Reducing the size of iOS app binaries - tambourine_man
https://blog.halide.cam/one-weird-trick-to-lose-size-c0a4013de331
======
dfinlay
Circa 2014(15?), I spent a couple of weeks working on reducing a Universal iOS
App's(Trapster) payload size. This was before Asset Catelogs, so everything
was in a fat binary. We converted the audio to be monoaural. We did PNG-crush.
Gzipped embedded dynamic data that was preloaded. Optimized SVGs. All the
hoops, they were jumped through. It only reduced binary size from 60Mb to
50Mb.

Taking another look at the payload showed that the otherwise innocuous launch
images were 32ish Mb in size. The background of the images wasn't a solid
colour. The background pattern was more of grayscale static similar to an
unwatchable terrestrial TV feed. It was intended to resemble the initial sound
of a CB radio used by truckers. (The "Chshhh" in "Chshhh 10-4 Good Buddy")

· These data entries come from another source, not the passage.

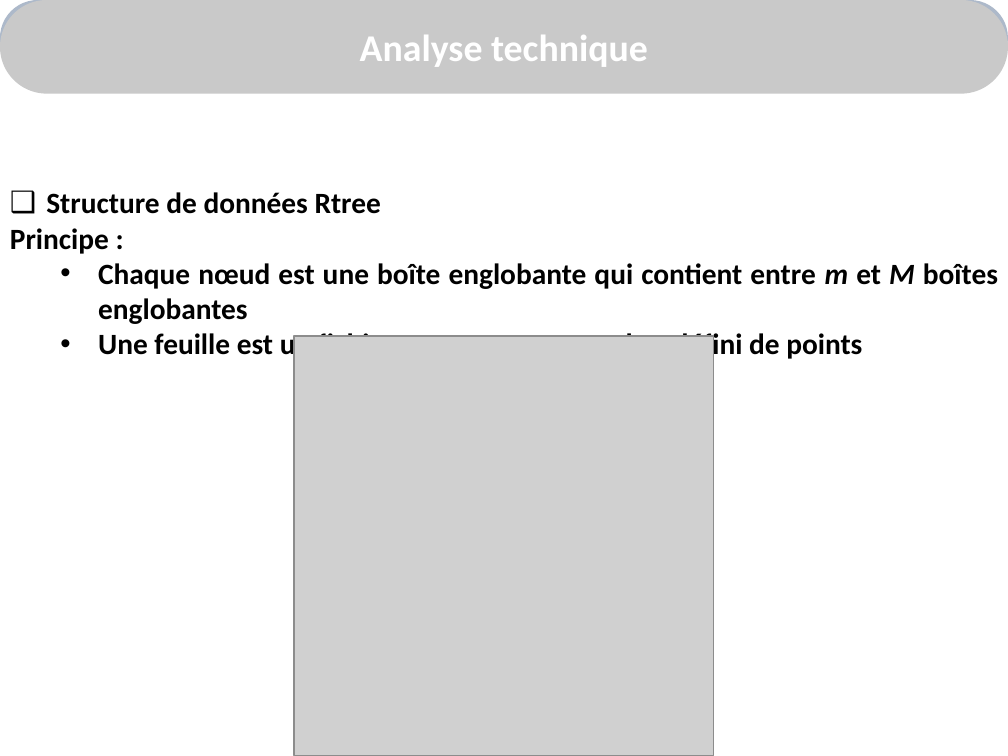
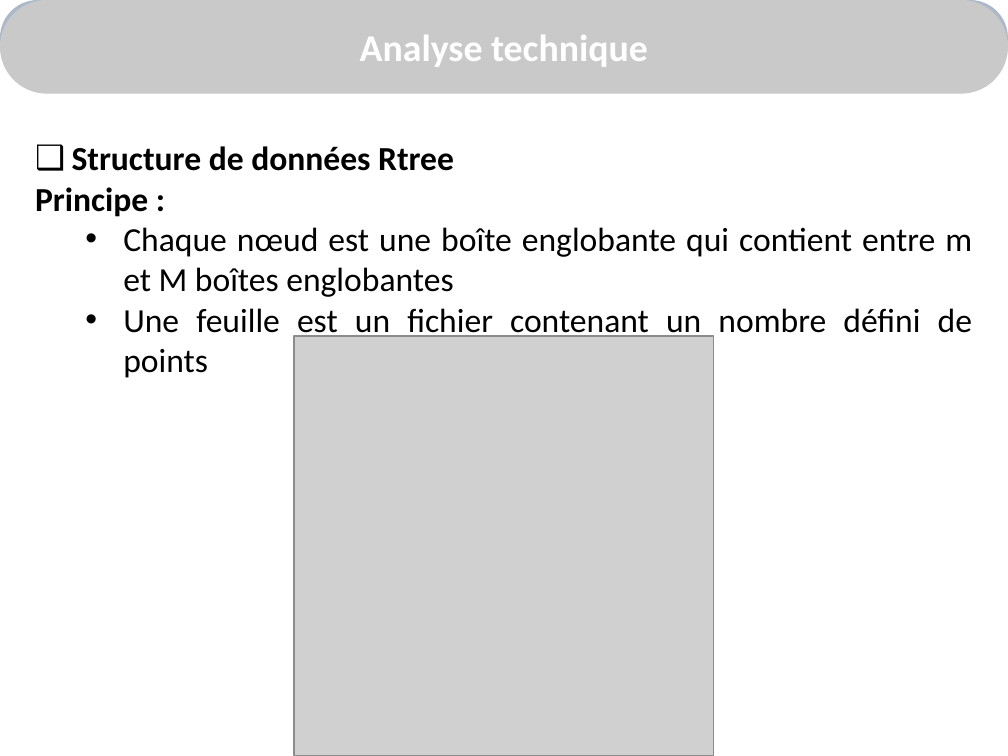
Before and after one commit to alkra/benchOKR, a slide deck: slide 9 of doc/presentationCopil/presentationVersion22Mars.pptx. Drawn at 1008x756 pixels with LibreOffice and Linux fonts; fonts in the diff are those of the drawing; grey boxes stand for pictures; background and template pictures are left out. Boxes give left, top, right and bottom in pixels: in the first picture for what was removed or moved away, otherwise in the second. Text is boxed around its words. In the diff, an @@ line names an element or a change of style, - is before the commit and + after.

```diff
--- a/doc/presentationCopil/presentationVersion22Mars.pptx
+++ b/doc/presentationCopil/presentationVersion22Mars.pptx
@@ text "Structure de données Rtree": place and size @@
-text "Structure de données Rtree" at <box>10,192,998,362</box>
+text "Structure de données Rtree" at <box>35,146,972,378</box>
@@ text "Structure de données Rtree" at <box>35,146,972,378</box>: size 21 to 24 pt; bold off in "Chaque nœud est une boîte englobante qui ...", "Une feuille est un fichier contenant un ..."; italic off in "m M" @@
```
Also in this commit, not shown: 9 other slides changed, 3 slides added, 3 slides removed, 1 other file.

Since "staticy" audio/imagery like that is inherently random, each launch
image(1 per device resolution) was composed of primarily uncompressable data.
Switching out of the "staticy" background for a plain gray reduced the payload
size to ~20M, a savings of ~30Mb. That change took approximately an hour.

The takeaway here is to take a good inventory of the payload before tackling
size reduction. Otherwise you end up fighting the hard fight just to be
pennywise

Also, uncompressable launch images for iPad Retina displays are stupid huge.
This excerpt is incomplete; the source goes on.